Family Eurybrachyidae

This page contains pictures and information about Green and Red Wattle Hoppers that we found in the Brisbane area, Queensland, Australia. 

Female, body length 15mm
Chewobrachys is the new genus of family Eurybrachyidae. This genus include two species, the C. sanguiflua and C. limbourgi, they are found in Eastern Australian. This C. sanguiflua species can be found in Brisbane. 
Jerôme Constant is revising the classification of family Eurybrachyidae. This new genus Chewobrachys is created in the process of reviewing the Australian genus Platybrachys. Jerôme kindly used our family name Chew and brachys (Greek = short, common ending of generic names in family Eurybrachyidae) to form the name of this new genus. 

In 2001 we first found this planthopper (in photo above) in Wishart Outlook.

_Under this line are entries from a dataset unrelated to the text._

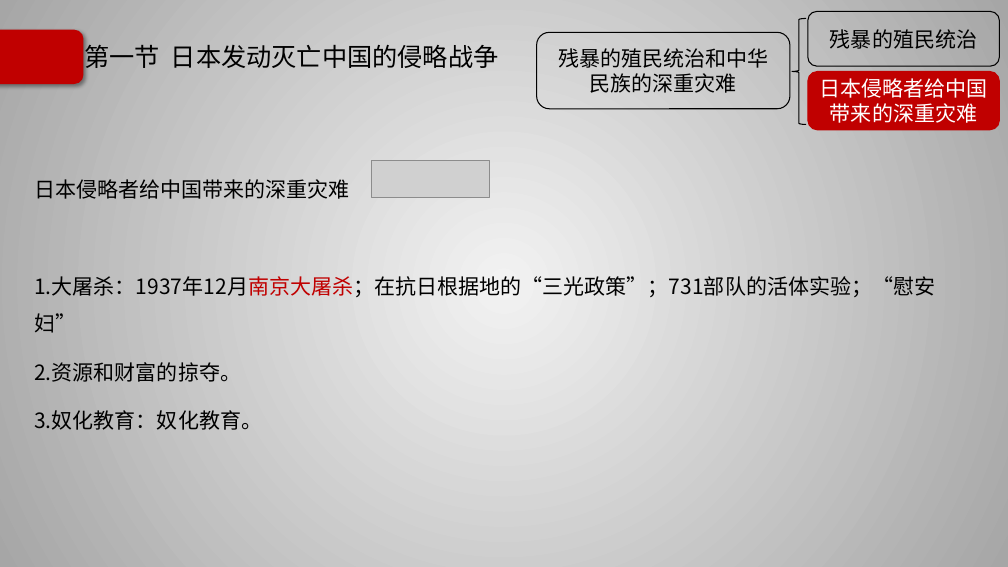
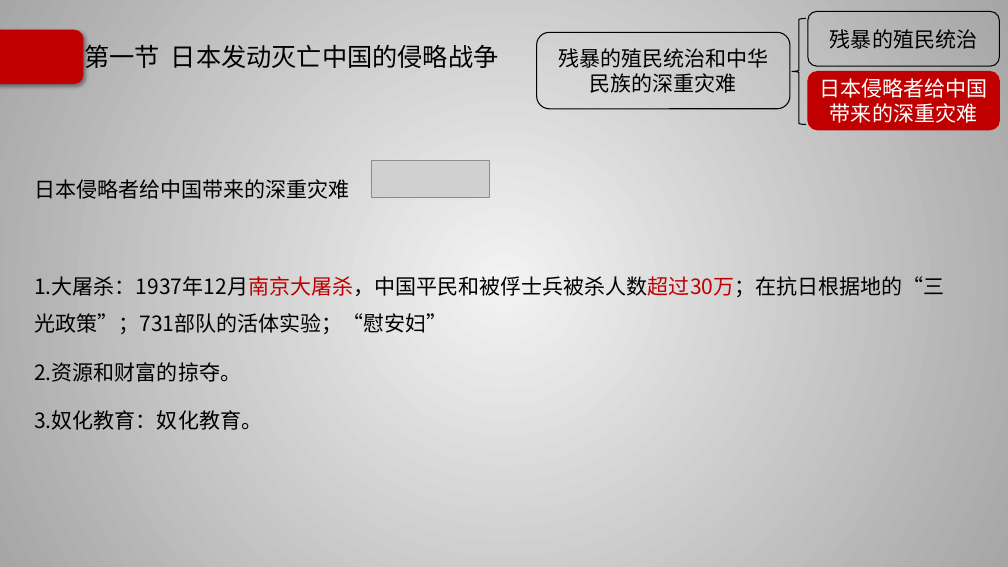
Before and after one commit to Call-me-zhy/tangtang, a slide deck: slide 109 of 5 中国近现代史纲要/课件/中国近现代史纲要精讲5.pptx (slide 103 before the commit). Drawn at 1008x567 pixels with LibreOffice and Linux fonts; fonts in the diff are those of the drawing; grey boxes stand for pictures; background and template pictures are left out. Boxes give left, top, right and bottom in pixels: in the first picture for what was removed or moved away, otherwise in the second. Text is boxed around its words. In the diff, an @@ line names an element or a change of style, - is before the commit and + after.

```diff
--- a/5 中国近现代史纲要/课件/中国近现代史纲要精讲5.pptx
+++ b/5 中国近现代史纲要/课件/中国近现代史纲要精讲5.pptx
@@ text at (34, 273, 944, 334): text changed @@
-1.大屠杀：1937年12月南京大屠杀；在抗日根据地的“三光政策”；731部队的活体实验；“慰安妇”
+1.大屠杀：1937年12月南京大屠杀，中国平民和被俘士兵被杀人数超过30万；在抗日根据地的“三光政策”；731部队的活体实验；“慰安妇”
```
Also in this commit, not shown: 15 other slides changed, 6 slides added, 8 other files.
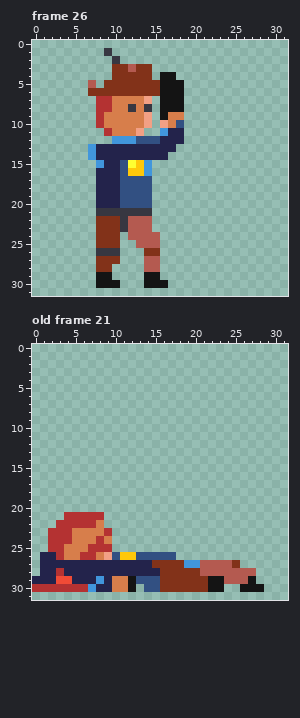
Pixel-art file, stored at assets/asesprite/cop.ase. The first picture shows the starting point.
32x32 pixels, 34 frames. Shown: frame 26, old frame 21. The commit also changed other frames, which this record leaves out.
Now the later version:
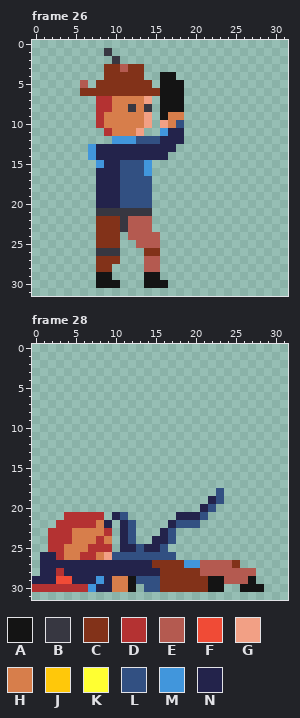
Palette (. is transparent): A #141414  B #373741  C #823219  D #b43232  E #b45a50  F #f04b36  G #f2a085  H #d77e4b  J #ffc80a  K #ffff32  L #325082  M #4196dc  N #23234b
A new or re-ordered frame is compared with the old frame closest to it.
Diff:
frames re-ordered
Frame 26:
There is now colour C in rows 3 to 4 at x 9; in row 5 at x 8; in row 6 at x 6.
The edit turns colour E into colour C in row 3 at x 12.
There is now colour E in row 5 at x 6.
The edit turns colour C into colour E in row 3 at x 11.
The edit turns colour J into colour L in row 15 at x 13; in row 16 at x 12 to 13.
The edit turns colour K into colour L in row 15 at x 12.
The edit erases colour C in rows 3 to 4 at x 14; in row 5 at x 15.
The edit erases colour E in row 5 at x 7.
Frame 28 against old frame 21:
There is now colour L in rows 18 to 19 at x 23; in row 20 at x 22; in row 21 at x 11 and 21; in row 22 at x 12 and 18 to 20; in rows 23 to 24 at x 12 and 17; in row 25 at x 13 and 16.
The edit turns colour J into colour L in row 26 at x 11 to 12.
There is now colour N in row 19 at x 22; in row 20 at x 21; in row 21 at x 10 and 18 to 20; in row 22 at x 9, 11 and 17; in row 23 at x 11 and 16; in row 24 at x 11 and 15 to 16.
There is now colour N in row 25 at x 11 to 12 and 14 to 15.
Pixel boxes of the changes (left, top, right, bottom) in both pictures:
changed: (80, 64, 160, 96)
changed: (128, 160, 144, 176)
changed: (104, 488, 224, 560)
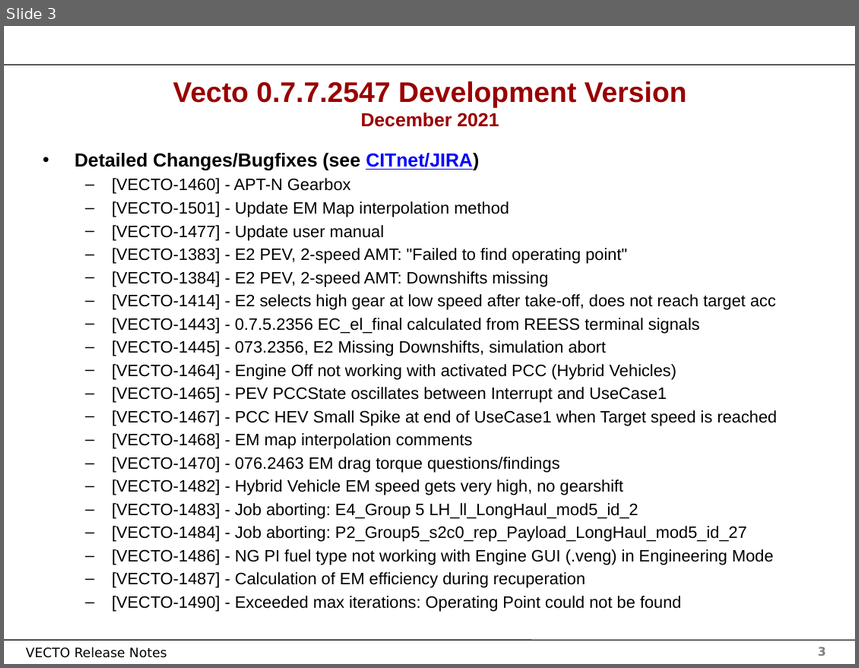
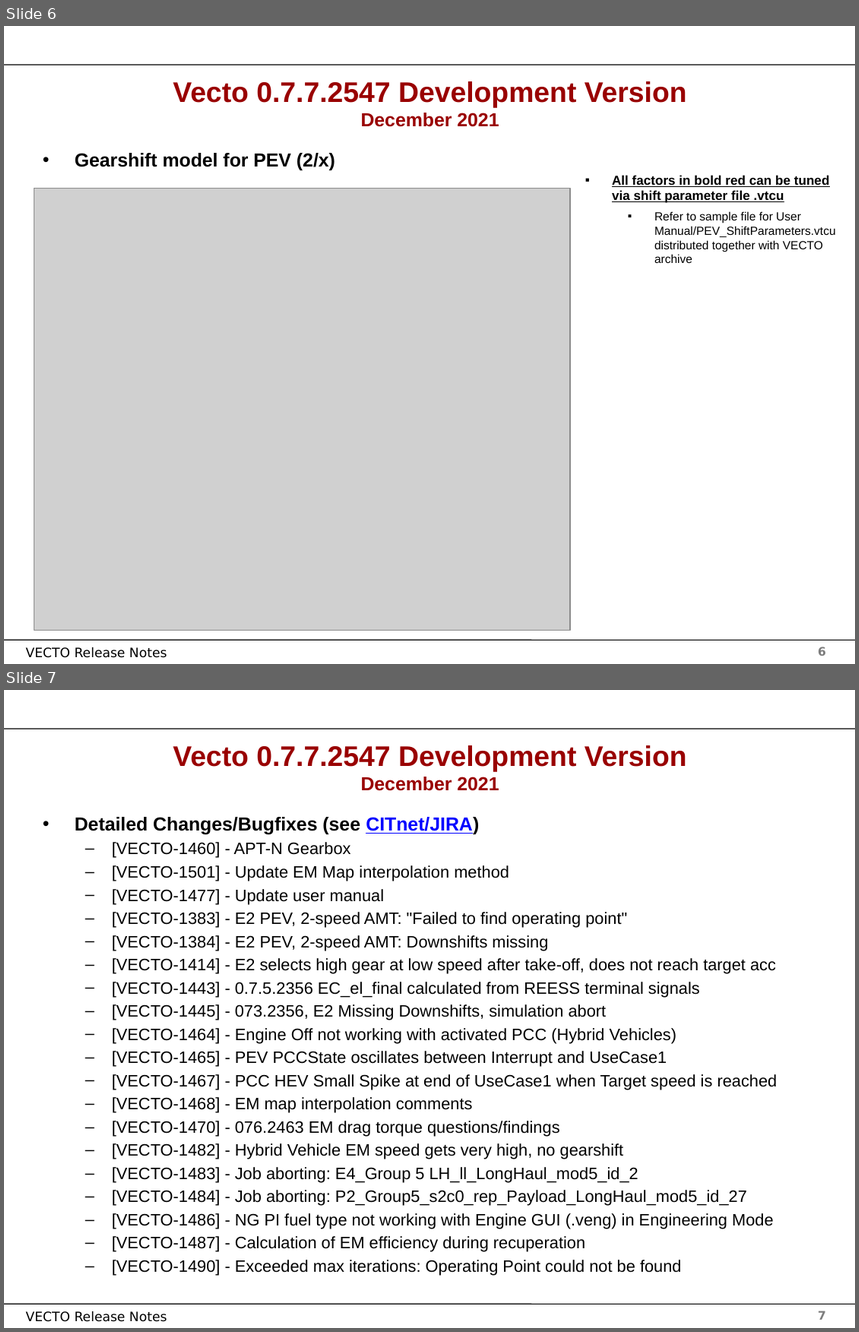
Before and after one commit to tanawadeatharva/BharatVECTO, a slide deck: Documentation/User Manual Source/Release Notes Vecto3.x.pptx. Shown one above the other, each under a label of ours: slide 3 before the commit, slides 6 and 7 after it. The pictures are 859x668 and 859x1332 pixels, drawn with LibreOffice and Linux fonts; fonts in the diff are those of the drawing; grey boxes stand for pictures; background and template pictures are left out. Boxes give left, top, right and bottom in pixels: in the first picture for what was removed or moved away, otherwise in the second. Text is boxed around its words. In the diff, an @@ line names an element or a change of style, - is before the commit and + after.

```diff
--- a/Documentation/User Manual Source/Release Notes Vecto3.x.pptx
+++ b/Documentation/User Manual Source/Release Notes Vecto3.x.pptx
@@ slide 6 added at [4,26,855,664], background #FFFFFF; not listed: 4 template elements that a slide beside it also shows @@
@@ title added at [173,81,687,127], 24 pt, text #990000, bold @@
+Vecto 0.7.7.2547 Development Version
+December 2021
@@ text added at [75,153,335,170], 16 pt, text #000000, bold @@
+• Gearshift model for PEV (2/x)
@@ text added at [612,175,836,263], 10 pt, text #000000 @@
+▪ All factors in bold red can be tuned via shift parameter file .vtcu
+  ▪ Refer to sample file for User Manual/PEV_ShiftParameters.vtcu distributed together with VECTO archive
@@ picture added at [34,189,570,630] @@
@@ what was slide 3 is now slide 7 @@
@@ page number at [818,1311,826,1320]: text changed @@
-3
+7
```
Also in this commit, not shown: 3 other slides added, 1 other file.

We did not see them again until Jerôme Constant in 2008 asked us if we can find them in Brisbane. They are not as common as the other Board-frons Planthoppers species and they have very good camouflaged colour patterns. We did take a while to find them again. 
Following photos were taken on March 2008 in Karawatha Forest near the hill top Baileyana Outlook. When we found those planthoppers, they were hiding on a large Acacia tree trunk, all were resting in large cracks on the bark. They were well camouflaged and hard to be spotted.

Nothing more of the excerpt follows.